To me it is one of the most over-abused words in conformation. 

I would not consider the golden who won the breed at a big show not too long ago to be a "moderate" dog, but that was a word everyone was dropping. It was astounding to see all the "I own a field dog" people babbling about how "That is a golden!" referring to the coat being "moderate". Meanwhile, I saw a dog dripping in long silky coat!!!!


----------



## ArkansasGold (Dec 7, 2017)

Megora said:


> To me it is one of the most over-abused words in conformation.
> 
> I would not consider the golden who won the breed at a big show not too long ago to be a "moderate" dog, but that was a word everyone was dropping. It was astounding to see all the "I own a field dog" people babbling about how "That is a golden!" referring to the coat being "moderate". Meanwhile, I saw a dog dripping in long silky coat!!!!

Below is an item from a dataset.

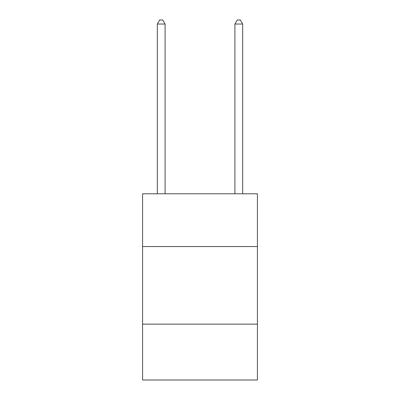<?xml version="1.0" encoding="UTF-8"?>
<svg xmlns="http://www.w3.org/2000/svg" width="400" height="400" viewBox="0 0 400 400"><rect width="100%" height="100%" fill="white"/><g stroke="black" fill="none" stroke-linecap="round" stroke-linejoin="round"><path stroke-width="0.6" d="M257.415 246.55L257.415 193.795L142.585 193.795L142.585 246.55L257.415 246.55L257.415 380L142.585 380L142.585 246.55M257.415 324.14L142.585 324.14M165.085 193.795L165.085 24.035L157.33 24.035L157.33 193.795M157.33 24.035L159.655 20L162.76 20L165.085 24.035M242.67 193.795L242.67 24.035L234.915 24.035L234.915 193.795M234.915 24.035L237.24 20L240.345 20L242.67 24.035"/></g></svg>
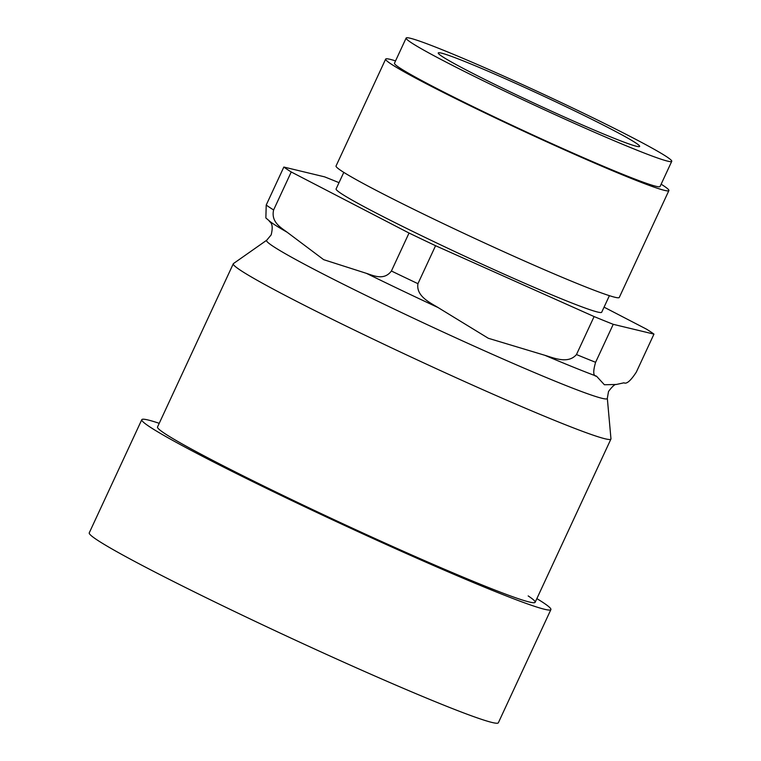 <?xml version="1.0" encoding="UTF-8"?>
<svg xmlns="http://www.w3.org/2000/svg" width="761" height="761" viewBox="0 0 761 761"><rect width="100%" height="100%" fill="white"/><g stroke="black" fill="none" stroke-linecap="round" stroke-linejoin="round"><path stroke-width="1.14" d="M635.93 143.049A111.02 5.194 -155.1 0 1 639.649 146.435A111.02 5.194 -155.1 0 1 551.601 111.23A111.02 5.194 -155.1 0 1 441.97 56.343A111.02 5.194 -155.1 0 1 438.241 52.947A111.02 5.194 -155.1 0 1 526.289 88.162A111.02 5.194 -155.1 0 1 635.93 143.049M266.721 240.219A187.824 8.78 -155.1 0 0 482.969 350.117A187.824 8.78 -155.1 0 0 607.326 398.326L610.959 438.793A208.172 9.731 -155.1 0 1 610.921 439.059A208.172 9.731 -155.1 0 1 473.133 385.37A208.172 9.731 -155.1 0 1 233.285 263.772A208.172 9.731 -155.1 0 1 233.465 263.563L266.721 240.219L271.163 234.902C274.35 221.936 269.033 222.26 269.308 220.956M609.399 295.668L601.704 312.229A146.416 6.839 -155.1 0 1 504.8 274.464A146.416 6.839 -155.1 0 1 336.105 188.937L343.791 172.376M661.138 184.191A156.129 7.296 -155.1 0 1 668.89 190.573A156.129 7.296 -155.1 0 1 565.547 150.307A156.129 7.296 -155.1 0 1 385.656 59.111A156.129 7.296 -155.1 0 1 395.539 60.899M668.89 190.573L619.273 297.456A156.129 7.296 -155.1 0 1 515.929 257.189A156.129 7.296 -155.1 0 1 336.048 165.984L385.656 59.111M574.84 123.577A146.416 6.839 -155.1 0 1 406.146 38.05A146.416 6.839 -155.1 0 1 503.059 75.815A146.416 6.839 -155.1 0 1 671.744 161.342A146.416 6.839 -155.1 0 1 574.84 123.577M671.744 161.342L660.072 186.483A146.416 6.839 -155.1 0 1 563.169 148.718A146.416 6.839 -155.1 0 1 394.474 63.201L406.146 38.05M595.606 362.293L613.233 324.319L653.965 334.117L636.339 372.091C630.707 380.757 626.579 384.324 623.963 382.812L616.372 384.467L604.386 384.752L596.538 376.21C593.18 376.276 592.867 371.644 595.606 362.293A208.172 9.731 -155.1 0 1 576.467 354.55C568.258 364.139 554.446 358.184 544.866 355.301L488.315 338.274L438.108 307.577C429.613 302.383 415.963 296.067 417.941 283.682L435.568 245.708A208.172 9.731 -155.1 0 1 409.038 233.037L291.244 171.976A208.172 9.731 -155.1 0 1 283.843 167.049L324.576 176.847A208.172 9.731 -155.1 0 1 339.016 182.669M435.568 245.708L594.094 316.566A208.172 9.731 -155.1 0 0 613.233 324.319M604.063 307.159L646.565 329.19A208.172 9.731 -155.1 0 1 653.965 334.117M417.941 283.682A208.172 9.731 -155.1 0 1 391.411 271.011C384.048 280.79 373.699 275.691 366.46 273.361L323.663 259.663L287.135 232.238C280.933 227.606 270.811 222.05 273.618 209.95A208.172 9.731 -155.1 0 1 266.217 205.032L283.843 167.049M273.618 209.95L291.244 171.976M266.217 205.032L265.865 217.969L270.678 222.031A197.07 9.208 -155.1 0 0 287.135 232.238M391.411 271.011L409.038 233.037M576.467 354.55L594.094 316.566M233.285 263.772L157.517 426.997A208.172 9.731 24.9 0 0 164.5 433.351A208.172 9.731 24.9 0 0 370.065 536.267A208.172 9.731 24.9 0 0 535.154 602.284A208.172 9.731 24.9 0 0 528.172 595.92M536.857 598.612A225.513 10.54 -155.1 0 1 543.325 602.693A225.513 10.54 -155.1 0 1 550.888 609.59A225.513 10.54 -155.1 0 1 372.034 538.065A225.513 10.54 -155.1 0 1 149.346 426.579A225.513 10.54 -155.1 0 1 141.784 419.692A225.513 10.54 -155.1 0 1 159.22 423.316M550.888 609.59L498.36 722.76A225.513 10.54 -155.1 0 1 319.506 651.235A225.513 10.54 -155.1 0 1 96.818 539.749A225.513 10.54 -155.1 0 1 89.256 532.852L141.784 419.692M596.538 376.21A197.07 9.208 -155.1 0 1 544.866 355.301M438.108 307.577A197.07 9.208 -155.1 0 1 366.46 273.361M607.326 398.326L608.515 391.496C612.282 386.417 614.907 384.077 616.372 384.467M610.921 439.059L535.154 602.284"/></g></svg>

You know, I kinda think so too re: over-abused. And like I said, "moderate" means something different to nearly every person you talk to. Everyone knows that a moderate dog is most correct per the standard so they all want their dogs to be moderate, whether they are or not. Their definition of moderate is going to be biased toward their own dogs. Although, there are some very successful (read: winning) breeders that know good and well their dogs aren't moderate re: size and coat, but they win so....


----------



## K9-Design (Jan 18, 2009)

Haha Kate I agree....he is not a moderate dog...he's very nice obviously but I wouldn't say moderate either. 
Moderate does NOT mean mediocre!!!
A phrase I like..."YOU CALL IT OLD FASHIONED...WE CALL IT CORRECT"

Moderate is "without extremes." Bigger is not always better.


----------



## Prism Goldens (May 27, 2011)

So- we want a moderate dog. Some dogs are called moderate and are not moderate. A dog can still be a nice dog, even a correct dog but perhaps stretching some part of the standard, too much coat, too much bone, too much headpiece... and to call such a dog moderate says the speaker doesn't know overdone. It's a fine line.


----------



## ArkansasGold (Dec 7, 2017)

Prism Goldens said:


> So- we want a moderate dog. Some dogs are called moderate and are not moderate. A dog can still be a nice dog, even a correct dog but perhaps stretching some part of the standard, too much coat, too much bone, too much headpiece... and to call such a dog moderate says the speaker doesn't know overdone. It's a fine line.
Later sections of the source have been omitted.